Recent reports from the
US Centers for Disease Control and Prevention (CDC) have
highlighted the need for drastic action. The
sweet-smelling kretek (clove-flavored) weeds from
Indonesia, where they are mainly a working-class
indulgence, have become a trend among younger-generation
Americans, frustrating official campaigns to discourage
smoking. Middle- and high-school students indulge in
various tobacco products, including bidis
(leaf-wrapped, flavored cigarettes from India) and the
Indonesian kreteks.
Jakarta could lose as
much as US$30 million a year if the bill is passed, and
the impact on provincial employment could be severe. But
Indonesia is not one of those markets where health
concerns have reduced the smoking population, so demand
will remain solid even without exports. The smell of
kreteks, named for the crackling sound they make
as they burn, permeates buildings, trains, buses and
restaurants, and it defines sensory, at least olfactory,
perceptions of the country as a whole. But to others,
behind the sickly though evocative clove fragrance is
the even sweeter smell of money.
Every day in
the US, an estimated 4,400 youths aged 12-17 years try
their first cigarette, and a third of these young
smokers are expected to die from a smoking-related
disease.Jakarta appears not to share the US concern for
its future generations. The country is the world's
fifth-largest consumer of tobacco, and money takes
priority over all else.
More than 45 percent of
those who smoke are under the age of 20. More than half
a million Indonesians are reported to be suffering from
tobacco-related illnesses, and the ministry of health
predicts that within a decade the cost of treating
smoking-related illnesses will be five times as great as
the taxes the industry generates. Most smokers can't
afford even basic health care.
Cheap prices and
a weak anti-smoking lobby have ensured that vast profits
from the domestic market continue to make the half-dozen
or so kretek barons rich. The tax revenues also
prop up the cash-strapped budget every year. Taxes on
the industry are the Indonesian government's biggest
earner after oil and gas.
Indonesia's estimated
140 million smokers consumed 204 billion cigarettes in
2002. Last year, though consumption was down to 186
billion, excise revenues still amounted to Rp26.3
trillion ($3.1 billion), just short of the targeted Rp27
trillion.
The world's biggest
kretek-cigarette maker and Indonesia's largest
cigarette producer is PT Gudang Garam, controlled by
Rachman Halim, who took over when his father,
ethnic-Chinese tycoon Surya Wonowidjojo, died in 1985.

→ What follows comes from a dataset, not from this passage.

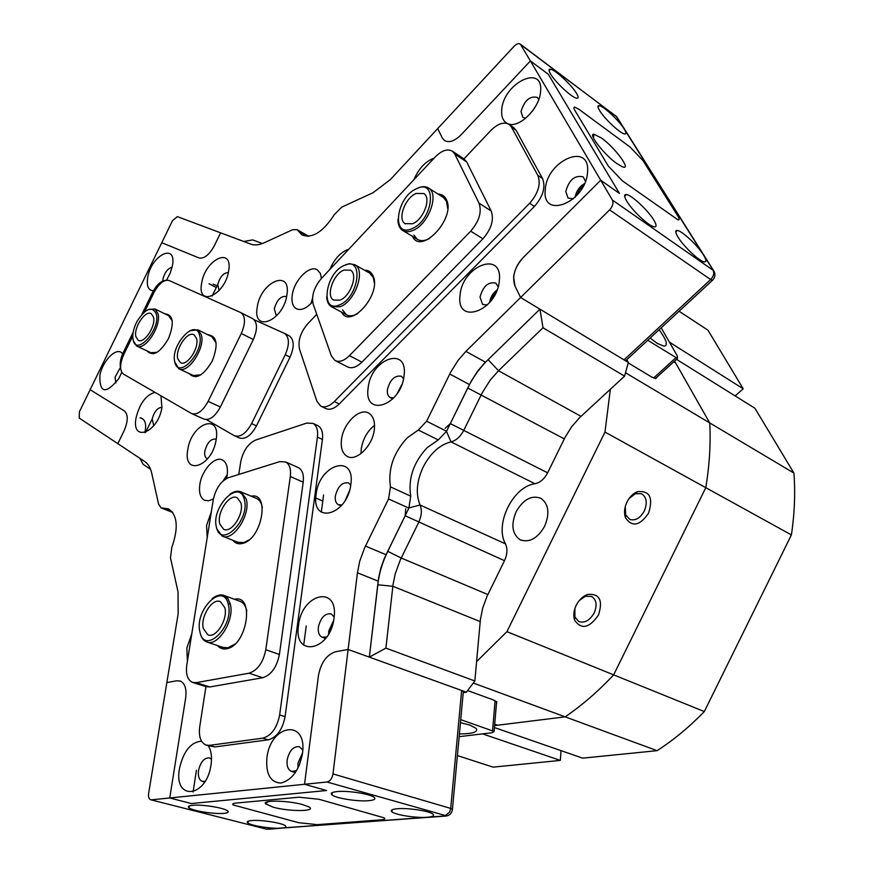 <?xml version="1.0" encoding="UTF-8"?>
<svg xmlns="http://www.w3.org/2000/svg" width="873" height="873" viewBox="0 0 873 873"><rect width="100%" height="100%" fill="white"/><g stroke="black" fill="none" stroke-linecap="round" stroke-linejoin="round"><path stroke-width="1.31" d="M490.801 301.076L492.143 297.169L496.366 291.702M398.972 390.678L400.707 387.285M329.59 632.194L331.336 625.406L333.213 622.427M346.919 497.174L348.283 494.107M576.202 605.327C579.039 599.838 582.837 596.215 587.605 594.426C599.555 593.4 603.178 600.286 598.452 615.061C589.253 628.244 581.287 629.902 574.554 620.048C573.157 615.552 573.703 610.642 576.202 605.327M574.914 608.459L574.892 616.938L578.777 621.565C584.648 623.355 589.788 620.474 594.175 612.944C597.372 605.164 596.51 599.664 591.578 596.434L585.401 596.292L579.257 600.559M627 501.986C629.64 496.868 633.132 493.42 637.486 491.652C649.698 490.495 653.397 497.643 648.584 513.117C639.865 525.841 632.161 527.412 625.483 517.82C623.835 512.997 624.348 507.715 627 501.986M625.264 506.667L625.646 514.797L629.684 519.359C635.282 521.017 640.16 518.235 644.296 511.032C647.613 502.837 646.664 497.053 641.459 493.703L635.315 493.714L628.996 498.636M445.175 428.283L450.304 423.601L467.742 387.994C473.101 377.169 479.877 367.719 488.083 359.665L539.951 309.173L628.331 362.47L624.588 376.143L543.006 327.757L498.505 370.73L490.266 380.05L482.289 392.664L463.858 430.203C460.475 436.653 456.186 440.538 451.003 441.869C439.665 444.794 430.378 453.207 423.143 467.12C416.585 481.372 415.559 493.987 420.066 504.987C422.139 510.018 421.659 515.834 418.636 522.458L400.292 559.953L395.196 573.976L393.101 584.233L385.899 648.126L474.847 680.984L476.593 661.614L506.929 631.659L613.654 674.862L705.788 487.68C709.498 465.254 710.818 443.67 709.749 422.936L625.515 372.771M544.665 526.223C549.935 513.357 548.702 504.059 540.976 498.33C531.592 494.882 523.309 499.356 516.129 511.731C510.803 524.662 512.124 534.003 520.068 539.754C529.311 543.006 537.506 538.499 544.665 526.223M673.76 361.815L675.658 362.993L709.749 422.936L674.567 361.084M473.297 683.046L565.147 716.842C582.073 705.297 598.245 691.296 613.654 674.862L704.315 711.56C689.397 726.936 673.661 739.977 657.096 750.671L565.147 716.842L497.621 725.223L494.718 724.208M628.222 362.906L651.64 377.016L655.809 378.587L657.314 376.809M496.41 704.118L496.857 701.947L493.027 699.797L467.612 690.576M628.331 362.47L626.825 359.665M676.488 359.338L754.916 408.248L793.906 473.057C795.423 492.95 794.583 513.564 791.407 534.909L604.978 432.07L610.347 389.271L624.588 376.143M474.847 680.984L466.389 692.191L369.344 657.129L377.747 584.79C379.133 573.299 382.461 562.125 387.721 551.289L405.137 515.757L405.738 508.773M463.225 692.66L466.389 692.191M145.66 432.331L152.197 418.931L145.66 432.331M212.128 296.067L217.748 284.543L219.101 290.545M303.695 645.169L306.227 625.996M321.308 512.167L323.599 494.915M450.304 423.601L547.633 472.828L565.213 437.067L571.684 426.722L579.552 417.698L610.347 389.271M476.593 661.614L480.39 619.634L482.758 607.848L486.992 596.401L504.496 560.684L405.137 515.757M150.549 469.303L143.117 464.338L139.986 458.369M547.633 472.828C544.392 478.961 540.18 482.594 534.985 483.74C512.964 486.457 494.369 524.357 505.467 543.868C507.693 548.768 507.366 554.377 504.496 560.684M506.929 631.659L604.978 432.07M243.742 241.483L252.624 239.9L262.435 243.523M543.006 327.757L539.951 309.173L484.122 363.55L477.782 370.949L471.278 380.999L446.55 431.251L438.268 439.937L427.224 447.587C413.507 462.374 408.018 478.557 410.725 496.159L408.88 508.119L384.371 558.349L380.955 567.745L378.718 577.337L369.344 657.129L385.899 648.126M650.145 338.058L657.336 343.46L664.102 346.21C668.216 345.435 666.546 339.946 659.115 329.743M647.755 340.274L677.459 358.454L677.328 355.977L661.199 327.811M459.405 733.931C472.73 733.855 478.339 732.01 476.221 728.431L469.86 725.07L460.453 722.68M459.154 736.681L492.154 732.72L494.107 731.432L460.726 719.647M494.598 725.594L565.147 716.842C582.073 705.297 598.245 691.296 613.654 674.862L705.788 487.68C709.498 465.254 710.818 443.67 709.749 422.936L793.906 473.057M482.551 733.877L560.346 760.394L493.114 767.138L457.408 755.582M735.131 395.916L743.218 388.801L707.948 330.18L679.074 311.246M791.407 534.909L704.315 711.56M657.096 750.671L582.662 758.146L494.434 727.547M560.346 760.394L561.012 750.638M743.218 388.801L669.427 342.172M322.781 501.047L315.84 498.036M199.546 335.079C195.443 317.674 169.962 345.926 174.851 362.175C178.474 380.126 204.773 351.557 199.546 335.079M189.768 330.769L197.876 329.841L201.281 334.719C205.712 347.836 187.706 374.724 178.659 368.646L174.807 361.957M196.523 338.386C199.655 347.781 186.811 366.944 180.351 362.601L177.819 358.923C174.84 349.429 187.597 330.496 194.079 334.872L196.523 338.386M228.268 604.247C223.248 581.276 194.09 610.162 199.95 631.91C204.337 655.525 234.564 626.432 228.268 604.247M212.183 598.703C216.504 595.179 220.509 594.12 224.186 595.528L227.897 598.551L230.221 603.8C235.077 619.928 217.814 647.504 206.508 641.841C203.376 640.531 201.27 637.617 200.201 633.111L200.015 632.227M224.798 607.641C228.224 619.186 215.893 638.84 207.818 634.78L203.344 628.593C200.103 616.916 212.368 597.547 220.454 601.683L224.798 607.641M244.265 499.301C239.191 478.142 210.589 507.486 216.493 527.412C220.967 549.193 250.595 519.588 244.265 499.301M229.872 494.26C234.029 491.259 237.783 490.495 241.112 491.968L246.175 498.876C251.26 514.241 232.96 542.253 222.026 536L216.722 528.678L216.34 526.768M240.861 502.739C244.462 513.739 231.4 533.698 223.586 529.224L219.821 524.04C216.406 512.909 229.403 493.223 237.227 497.763L240.861 502.739M234.913 435.965L239.3 437.93C245.248 439.752 250.977 435.714 256.487 425.838L251.61 423.601L285.264 354.733L290.054 357.133C294.419 346.897 294.212 339.826 289.432 335.919L288.93 335.669M256.487 425.838L290.054 357.133M285.264 354.733C289.629 344.475 289.432 337.393 284.674 333.486L254.207 319.791M165.532 280.397C160.872 280.877 156.54 284.904 152.546 292.477L141.863 314.411M133.209 332.166L123.289 352.506C120.463 358.596 119.568 363.801 120.605 368.133M206.399 419.607L234.422 435.747C240.359 437.559 246.088 433.51 251.61 423.601M236.005 599.096L235.896 599.816L236.005 599.096M206.563 745.236L214.78 746.939L209.356 745.367L262.773 738.176L268.24 739.824C276.861 737.401 282.481 729.675 285.089 716.646L322.421 439.446C323.174 432.572 321.69 427.999 317.958 425.729L317.357 425.446M214.78 746.939L268.24 739.824M285.089 716.646L279.644 714.922L317.434 437.122L322.421 439.446M317.434 437.122C318.198 430.236 316.724 425.653 313.003 423.383L306.663 423.099L255.713 440.025C248.107 443.56 243.131 450.795 240.752 461.741L238.787 474.454M205.941 686.647L199.721 726.773C198.564 736.506 200.67 742.607 206.017 745.084L209.356 745.367M279.644 714.922C277.014 727.984 271.383 735.732 262.773 738.176M339.215 305.026C358.923 298.031 364.357 255.854 344.584 265.294C325.411 272.463 319.605 313.593 339.215 305.026M343.482 265.807L349.375 263.657L354.984 264.803C365.994 270.499 354.94 301.807 340.066 306.794L331.293 306.619C328.444 304.775 326.906 301.48 326.677 296.722M339.87 300.17L333.562 300.05C325.64 296.012 333.322 273.915 343.94 270.073L350.488 270.172C358.366 274.231 350.499 296.547 339.87 300.17M302.615 804.6L308.409 806.685C318.383 811.541 289.749 811.879 273.227 807.198L265.512 803.793C261.911 799.919 288.221 800.454 302.615 804.6M381.021 819.856C384.393 819.561 385.528 818.918 384.426 817.925L319.016 799.275L298.882 797.202L235.754 803.105C232.916 803.411 232.065 804.022 233.189 804.939L298.752 822.715L317.27 824.647L381.021 819.856L317.27 824.647L298.752 822.715L233.189 804.939C232.065 804.022 232.916 803.411 235.754 803.105L298.882 797.202L319.016 799.275L384.426 817.925C385.528 818.918 384.393 819.561 381.021 819.856M208.276 745.738C211.211 750.42 212.139 756.738 211.048 764.704C206.606 798.129 173.334 801.261 179.467 768.535C183.494 751.14 190.849 742.017 201.543 741.188M211.506 759.281L209.531 757.939C204.293 757.589 200.615 761.78 198.531 770.499C197.855 776.337 199.12 779.971 202.329 781.39L205.057 781.335M302.473 753.606C299.123 770.346 291.909 780.167 280.833 783.07C270.368 782.383 265.719 774.002 266.887 757.928C270.554 723.924 307.612 718.414 302.473 753.606M302.778 749.994L299.395 746.71C293.383 746.153 289.301 750.584 287.152 760.001C286.584 766.025 288.057 769.833 291.582 771.426L296.634 770.619M587.54 172.036C586.143 202.438 541.456 220.214 545.276 189.692C546.498 160.556 590.41 141.35 587.54 172.036M585.434 181.3L583.24 176.924C574.991 174.829 569.163 179.674 565.759 191.482L568.039 198.029L573.375 198.858M507.409 123.508C503.077 121.282 501.178 116.753 501.713 109.933C503.252 83.099 543.65 63.227 540.573 91.545C539.743 108.361 518.933 128.8 508.075 123.791M538.761 99.5L537.342 97.427C529.846 95.692 524.4 100.406 521.028 111.591L522.862 117.364L525.644 118.313M153.452 290.742C148.323 290.491 146.402 286.071 147.69 277.494C151.302 254.894 177.077 242.214 172.385 265.807L170.257 273.02L166.536 280.178M172.057 267.367C167.878 268.317 164.844 272.158 162.978 278.88L162.782 281.008M121.762 372.367L118.695 378.74C105.917 394.356 99.631 393.352 99.828 375.739C102.414 360.287 117.779 345.49 122.58 354.056M120.43 367.435L115.083 377.158L115.814 382.974M404.057 375.63C401.22 405.956 363.332 418.069 368.155 387.885C370.807 358.748 408.171 345.184 404.057 375.63M403.555 378.729L401.493 376.285C394.836 375.063 390.133 379.526 387.394 389.674C387.023 393.494 387.928 396.113 390.111 397.51L393.69 397.968M499.345 280.528C497.228 311.115 455.728 325.891 460.06 295.336C462.003 265.981 502.848 249.743 499.345 280.528M498.145 286.77L495.831 283.136C488.334 281.477 483.064 286.137 480.019 297.136L482.583 304.426L487.33 304.993M228.661 270.892C225.07 295.511 196.643 307.82 201.663 283.092C205.079 259.281 233.244 246.011 228.661 270.892M160.97 395.829L161.909 407.702C157.86 433.259 130.754 442.917 136.155 417.414C139.822 403.293 146.086 394.945 154.958 392.348M161.974 407.353C157.555 407.571 154.303 411.434 152.218 418.931L153.735 425.74M216.133 439.774C212.237 467.11 182.424 476.636 187.826 449.431C191.525 423.034 221.065 412.318 216.133 439.774M216.209 439.272L215.937 439.119C210.939 438.552 207.239 442.535 204.849 451.046C204.315 454.92 205.035 457.43 207.021 458.587L207.578 458.794L207.021 458.587M286.933 294.801C283.561 321.078 252.264 333.595 257.24 307.252C260.427 281.881 291.396 268.284 286.933 294.801M286.595 296.711L286.322 296.525C280.931 295.751 276.927 299.854 274.308 308.813L276.195 315.415M187.4 661.243L186.844 648.028L191.798 633.776M207.207 537.626L206.563 525.437L211.353 511.774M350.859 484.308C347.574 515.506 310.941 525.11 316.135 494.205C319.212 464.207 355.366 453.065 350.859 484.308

In 2001 Forbes estimated Halim's net worth as $1.7
billion. The No 2 producer, Putera Sampoerna, who owns
PT HM Sampoerna, was worth $1.3 billion, according to
Forbes.
The tobacco industry is also estimated
to provide direct or indirect employment to more than 10
million Indonesians. Gudang Garam, for example, employs
40,000 workers, most of them at its production plant and
headquarters in Kediri in the province of East Java.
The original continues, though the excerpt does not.